_Task prompt_
Print the listing in its entirety and exactly, leaving out images.

:: Source information

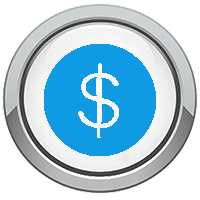
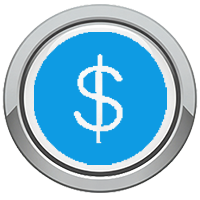
Two versions of the same layered image (200×200). Layer-by-layer changes:
painted on "图层 2" over [34, 32, 167, 165]
hid "售卖产品", painted on it over [34, 32, 167, 165]
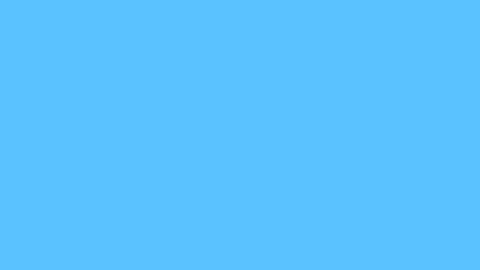
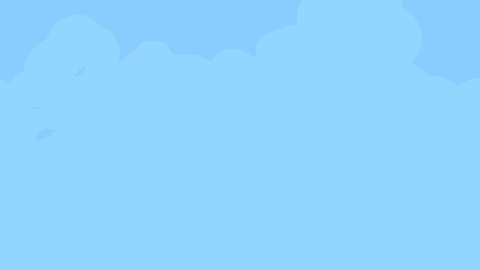
Layer changes from the first 480 x 270 image to the second:
added layer "sky.png" above "Layer" over [0, 0, 480, 270]
painted on "Layer" over [0, 0, 480, 270]

::::

_Task response_
Two versions of the same layered image (200×200). Layer-by-layer changes:
painted on "图层 2" over [34, 32, 167, 165]
hid "售卖产品", painted on it over [34, 32, 167, 165]
Layer changes from the first 480 x 270 image to the second:
added layer "sky.png" above "Layer" over [0, 0, 480, 270]
painted on "Layer" over [0, 0, 480, 270]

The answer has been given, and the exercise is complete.